Errors or not, it doesn't matter other than from a purely theoretical point of view. Bilinear has errors vs the underlying signal too. What matters is if it works well in practice and in particular if it looks smooth, which it does.
 
Kombatant said:
What makes you so certain?
Because it requires a change in how pixels are generated for shading. If the support isn't there now, it's exceedingly unlikely that new drivers could possibly add the support.
 
For a ps3.0 card, the selective supersampling is a pretty pointless feature anyway. You can achieve the same thing with much more fine grained control from the application side by simply using flow control and derivates.
 
Humus said:
For a ps3.0 card, the selective supersampling is a pretty pointless feature anyway. You can achieve the same thing with much more fine grained control from the application side by simply using flow control and derivates.
Perhaps, if flow control is free, but even then I'd wager to guess that a hardware-accelerated form would be a fair amount faster.

That said, it'd be nice to see some hardware support for what amounts to selective supersampling within the shader. For example, the developer could define certain variables within the shader that would need to be calculated per-sample, and the shader compiler would calculate everything leading up to those variables per-sample as well.
 
Chalnoth said:
Because it requires a change in how pixels are generated for shading. If the support isn't there now, it's exceedingly unlikely that new drivers could possibly add the support.

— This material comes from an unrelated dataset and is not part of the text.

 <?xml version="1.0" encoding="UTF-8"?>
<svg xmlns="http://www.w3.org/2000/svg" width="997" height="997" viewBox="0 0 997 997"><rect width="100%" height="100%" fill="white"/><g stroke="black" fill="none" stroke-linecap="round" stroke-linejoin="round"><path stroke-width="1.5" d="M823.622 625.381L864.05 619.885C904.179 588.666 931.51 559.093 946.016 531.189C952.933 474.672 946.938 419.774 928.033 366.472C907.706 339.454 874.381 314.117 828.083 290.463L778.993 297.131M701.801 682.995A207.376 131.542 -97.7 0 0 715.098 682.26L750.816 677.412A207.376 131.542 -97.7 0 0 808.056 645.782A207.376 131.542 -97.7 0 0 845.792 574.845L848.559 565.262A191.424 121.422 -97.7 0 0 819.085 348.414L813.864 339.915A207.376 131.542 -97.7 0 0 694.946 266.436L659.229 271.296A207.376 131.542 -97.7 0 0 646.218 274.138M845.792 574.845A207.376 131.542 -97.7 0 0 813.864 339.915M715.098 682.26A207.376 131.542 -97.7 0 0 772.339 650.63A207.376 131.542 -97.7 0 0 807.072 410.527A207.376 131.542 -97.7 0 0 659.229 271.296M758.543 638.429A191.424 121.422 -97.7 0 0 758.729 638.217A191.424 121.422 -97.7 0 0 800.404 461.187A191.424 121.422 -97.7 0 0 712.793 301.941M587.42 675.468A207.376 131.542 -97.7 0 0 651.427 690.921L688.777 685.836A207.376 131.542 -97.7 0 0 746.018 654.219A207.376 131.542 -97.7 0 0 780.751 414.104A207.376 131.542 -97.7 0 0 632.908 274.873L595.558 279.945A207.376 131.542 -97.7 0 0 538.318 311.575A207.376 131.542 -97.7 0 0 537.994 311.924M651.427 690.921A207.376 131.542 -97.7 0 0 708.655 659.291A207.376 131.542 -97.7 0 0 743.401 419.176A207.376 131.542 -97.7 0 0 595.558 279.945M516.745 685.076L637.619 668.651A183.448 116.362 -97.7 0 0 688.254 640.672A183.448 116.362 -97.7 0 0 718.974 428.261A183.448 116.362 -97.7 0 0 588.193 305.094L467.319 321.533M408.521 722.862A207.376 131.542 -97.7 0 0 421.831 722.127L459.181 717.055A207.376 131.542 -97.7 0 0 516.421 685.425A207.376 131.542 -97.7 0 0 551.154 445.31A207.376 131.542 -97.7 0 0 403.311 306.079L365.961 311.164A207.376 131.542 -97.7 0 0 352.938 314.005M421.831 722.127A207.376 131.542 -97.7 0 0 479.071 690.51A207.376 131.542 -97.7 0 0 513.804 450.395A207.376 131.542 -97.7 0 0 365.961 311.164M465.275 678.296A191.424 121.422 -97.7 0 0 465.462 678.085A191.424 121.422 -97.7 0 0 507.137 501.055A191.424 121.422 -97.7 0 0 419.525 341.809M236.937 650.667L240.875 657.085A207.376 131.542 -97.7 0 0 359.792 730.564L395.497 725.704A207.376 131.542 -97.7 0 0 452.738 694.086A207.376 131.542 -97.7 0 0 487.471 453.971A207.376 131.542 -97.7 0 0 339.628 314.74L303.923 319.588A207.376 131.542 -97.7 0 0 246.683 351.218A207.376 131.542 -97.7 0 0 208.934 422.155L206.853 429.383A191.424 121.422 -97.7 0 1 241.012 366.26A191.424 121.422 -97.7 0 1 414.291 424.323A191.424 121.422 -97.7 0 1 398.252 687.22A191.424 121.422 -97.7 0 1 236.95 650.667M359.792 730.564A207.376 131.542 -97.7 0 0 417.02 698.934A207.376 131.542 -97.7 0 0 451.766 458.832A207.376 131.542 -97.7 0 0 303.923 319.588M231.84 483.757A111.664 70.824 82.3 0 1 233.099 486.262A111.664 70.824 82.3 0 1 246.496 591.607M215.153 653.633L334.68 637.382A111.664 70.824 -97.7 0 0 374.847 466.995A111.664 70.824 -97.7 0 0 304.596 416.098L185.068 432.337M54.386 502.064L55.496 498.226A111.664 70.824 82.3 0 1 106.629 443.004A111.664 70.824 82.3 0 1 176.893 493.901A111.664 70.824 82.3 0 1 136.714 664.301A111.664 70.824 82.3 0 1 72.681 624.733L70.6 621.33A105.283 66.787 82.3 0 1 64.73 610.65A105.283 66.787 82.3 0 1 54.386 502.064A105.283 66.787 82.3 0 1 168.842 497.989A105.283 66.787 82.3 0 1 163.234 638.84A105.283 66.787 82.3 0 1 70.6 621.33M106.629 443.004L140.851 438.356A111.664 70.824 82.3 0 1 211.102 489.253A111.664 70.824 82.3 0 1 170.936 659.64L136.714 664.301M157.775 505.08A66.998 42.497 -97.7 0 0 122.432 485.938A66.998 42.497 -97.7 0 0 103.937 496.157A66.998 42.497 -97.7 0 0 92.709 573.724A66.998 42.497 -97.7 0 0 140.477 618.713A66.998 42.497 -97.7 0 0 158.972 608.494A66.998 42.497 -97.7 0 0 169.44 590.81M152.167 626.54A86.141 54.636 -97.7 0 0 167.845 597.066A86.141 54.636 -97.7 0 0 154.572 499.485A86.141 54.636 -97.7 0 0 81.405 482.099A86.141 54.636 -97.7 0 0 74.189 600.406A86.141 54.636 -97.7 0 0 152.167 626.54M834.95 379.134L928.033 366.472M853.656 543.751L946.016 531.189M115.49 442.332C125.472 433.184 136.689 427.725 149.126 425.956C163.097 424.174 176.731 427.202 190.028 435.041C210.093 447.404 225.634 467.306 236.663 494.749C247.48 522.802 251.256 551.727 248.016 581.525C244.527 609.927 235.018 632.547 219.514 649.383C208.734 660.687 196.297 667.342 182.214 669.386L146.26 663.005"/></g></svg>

Since (from what I gather from your post) you are not sure if the support is there or not, you can't make definitive statements, can you? Hence I was curious.
 
Humus said:
For a ps3.0 card, the selective supersampling is a pretty pointless feature anyway. You can achieve the same thing with much more fine grained control from the application side by simply using flow control and derivates.

That assumes developers write shaders which don't alias, but most games today *aren't* PS3.0 games and even bleeding edge games don't dedicated spare GPU cycles to eliminating aliasing. The fact is, selective supersampling is damn useful for current games, so I'd say that "pointless" is a pretty harsh statement.


Kombatant,
NVidia's technique, for correctness and absence of artifacts, requires a modification to centroid sampling in the presence of multisample masks, which prior NV cards didn't have. I don't know about ATI's cards.
 
It was a long time (beginning of R300), where there where discussions about ATIs centroid sampling. and AFAI remember, they can switch it / change it in the driver. Don't know if it coul be changed the way needed for supporting this feature, thought.

but selective supersampling, multisampling, or not sampling at all should definitely be possible in the driver. if the framebuffer is set up for a certain sampling-amount, there is no difference anymore really, the rest can get changed in software.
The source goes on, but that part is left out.